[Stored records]
* * * *
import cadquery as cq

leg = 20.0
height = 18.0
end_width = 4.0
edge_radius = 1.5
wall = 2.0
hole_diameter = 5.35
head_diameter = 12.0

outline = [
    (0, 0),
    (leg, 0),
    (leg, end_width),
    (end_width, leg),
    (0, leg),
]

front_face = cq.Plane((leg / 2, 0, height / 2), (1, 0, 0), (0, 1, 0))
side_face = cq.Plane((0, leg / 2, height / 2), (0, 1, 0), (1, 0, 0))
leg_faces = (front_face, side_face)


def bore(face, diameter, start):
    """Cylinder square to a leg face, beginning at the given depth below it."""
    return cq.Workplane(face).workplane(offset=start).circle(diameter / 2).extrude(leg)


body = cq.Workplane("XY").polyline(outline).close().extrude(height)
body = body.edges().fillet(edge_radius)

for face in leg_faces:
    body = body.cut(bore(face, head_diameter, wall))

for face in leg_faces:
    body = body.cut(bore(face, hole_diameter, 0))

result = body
* * * *
• **Task**:
Repeat word for word every line from the start of the entries to the line holding "front_face = cq.Plane((leg", inclusive, and nothing else.

• **Problem solution**:
import cadquery as cq

leg = 20.0
height = 18.0
end_width = 4.0
edge_radius = 1.5
wall = 2.0
hole_diameter = 5.35
head_diameter = 12.0

outline = [
    (0, 0),
    (leg, 0),
    (leg, end_width),
    (end_width, leg),
    (0, leg),
]

front_face = cq.Plane((leg / 2, 0, height / 2), (1, 0, 0), (0, 1, 0))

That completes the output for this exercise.